Analysis of Babesia bovis infection-induced gene expression changes in larvae from the cattle tick, Rhipicephalus (Boophilus) microplus
1 USDA-ARS, Knipling Bushland US Livestock Insect Research Laboratory, 2700 Fredericksburg Rd, Kerrville, TX, 78028, USA
2 Department of Mathematics, University of Texas at El Paso, El Paso, TX, 79968, USA
3 USDA-ARS Animal Disease Research Unit, Pullman, WA, 99164, USA
4 The Institute for Genetics and Bioinformatics, University of New England, Armidale, NSW, 2351, Australia
5 International Livestock Research Institute (ILRI) and Biosciences eastern and central Africa (BecA) Hub, PO Box 30709, Nairobi, Kenya
6 Program in Vector-Borne Diseases, Department of Veterinary Microbiology and Pathology, Washington State University, Pullman, WA, 99164, USA
Parasites & Vectors 2012, 5:162 doi:10.1186/1756-3305-5-162Published: 7 August 2012
Cattle babesiosis is a tick-borne disease of cattle that has severe economic impact on cattle producers throughout the world’s tropical and subtropical countries. The most severe form of the disease is caused by the apicomplexan, Babesia bovis, and transmitted to cattle through the bite of infected cattle ticks of the genus Rhipicephalus, with the most prevalent species being Rhipicephalus (Boophilus) microplus. We studied the reaction of the R. microplus larval transcriptome in response to infection by B. bovis.

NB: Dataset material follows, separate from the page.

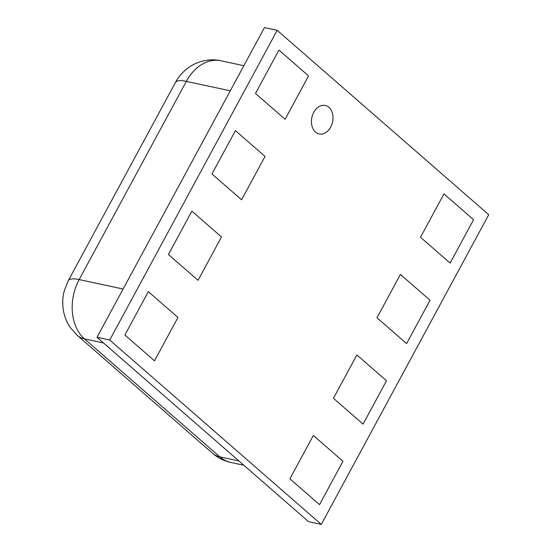 <?xml version="1.0" encoding="UTF-8"?>
<svg xmlns="http://www.w3.org/2000/svg" width="552" height="552" viewBox="0 0 552 552"><rect width="100%" height="100%" fill="white"/><g stroke="black" fill="none" stroke-linecap="round" stroke-linejoin="round"><path stroke-width="0.83" d="M313.764 112.332A14.566 10.585 102.1 0 0 319.166 133.957A14.566 10.585 102.1 0 0 332.58 121.93A14.566 10.585 102.1 0 0 325.287 105.466A14.566 10.585 102.1 0 0 313.764 112.332M321.285 524.4L109.731 340.025L277.18 30.332L488.734 214.707L321.285 524.4L308.561 521.668L97.007 337.293L109.731 340.025M97.007 337.293L264.456 27.6L277.18 30.332M255.5 93.454L285.122 119.266L308.561 75.907L278.946 50.094L255.5 93.454L285.122 119.266L308.561 75.907L278.946 50.094L255.5 93.454M211.968 173.97L241.583 199.783L265.022 156.43L235.407 130.617L211.968 173.97L241.583 199.783L265.022 156.43L235.407 130.617L211.968 173.97M168.429 254.493L198.044 280.306L221.49 236.946L191.868 211.133L168.429 254.493L198.044 280.306L221.49 236.946L191.868 211.133L168.429 254.493M443.96 193.904L420.514 237.263L450.128 263.076L473.575 219.717L443.96 193.904L420.514 237.263L450.128 263.076L473.575 219.717L443.96 193.904M313.343 435.466L289.903 478.825L319.518 504.638L342.964 461.279L313.343 435.466L289.903 478.825L319.518 504.638L342.964 461.279L313.343 435.466M356.882 354.95L333.436 398.302L363.057 424.115L386.497 380.756L356.882 354.95L333.436 398.302L363.057 424.115L386.497 380.756L356.882 354.95M400.421 274.427L376.975 317.786L406.596 343.592L430.036 300.24L400.421 274.427L376.975 317.786L406.596 343.592L430.036 300.24L400.421 274.427M154.505 360.829L177.951 317.469L148.336 291.656L124.89 335.016L154.505 360.829L177.951 317.469L148.336 291.656L124.89 335.016L154.505 360.829M330.689 127.084A14.566 10.585 102.1 0 0 325.287 105.466A14.566 10.585 102.1 0 0 311.88 117.486A14.566 10.585 102.1 0 0 319.166 133.957A14.566 10.585 102.1 0 0 330.689 127.084M243.86 65.702L220.89 60.768A43.705 31.754 102.1 0 0 186.328 81.379L79.157 279.581A43.705 31.754 102.1 0 0 84.449 338.873L103.507 342.964M220.89 60.768C210.298 58.098 195.649 61.03 185.479 69.987C181.056 73.94 177.709 78.108 175.446 82.489L68.275 280.699A36.425 9.336 -151.6 0 1 79.157 279.581L123.11 289.02M175.432 82.517A36.425 9.336 -151.6 0 1 186.328 81.379L230.281 90.818M76.99 335.112A36.425 23.218 131.1 0 0 84.449 338.873L219.848 456.87L238.906 460.961M68.275 280.699L64.301 290.704C62.659 296.659 62.314 302.972 63.266 309.651C64.253 316.061 66.592 322.023 70.297 327.515L77.266 335.361L212.658 453.358A36.425 23.218 131.1 0 0 219.848 456.87A43.705 31.754 102.1 0 0 230.764 462.438L243.818 465.246M212.658 453.358C217.833 457.87 223.864 460.892 230.764 462.438"/></g></svg>

Total RNA was isolated for both uninfected and Babesia bovis-infected larval samples. Subtracted libraries were prepared by subtracting the B. bovis-infected material with the uninfected material, thus enriching for expressed genes in the B. bovis-infected sample. Expressed sequence tags from the subtracted library were generated, assembled, and sequenced. To complement the subtracted library method, differential transcript expression between samples was also measured using custom high-density microarrays. The microarray probes were fabricated using oligonucleotides derived from the Bmi Gene Index database (Version 2). Array results were verified for three target genes by real-time PCR.
Ticks were allowed to feed on a B. bovis-infected splenectomized calf and on an uninfected control calf. RNA was purified in duplicate from whole larvae and subtracted cDNA libraries were synthesized from Babesia-infected larval RNA, subtracting with the corresponding uninfected larval RNA. One thousand ESTs were sequenced from the larval library and the transcripts were annotated. We used a R. microplus microarray designed from a R. microplus gene index, BmiGI Version 2, to look for changes in gene expression that were associated with infection of R. microplus larvae. We found 24 transcripts were expressed at a statistically significant higher level in ticks feeding upon a B. bovis-infected calf contrasted to ticks feeding on an uninfected calf. Six transcripts were expressed at a statistically significant lower level in ticks feeding upon a B. bovis-infected calf contrasted to ticks feeding on an uninfected calf.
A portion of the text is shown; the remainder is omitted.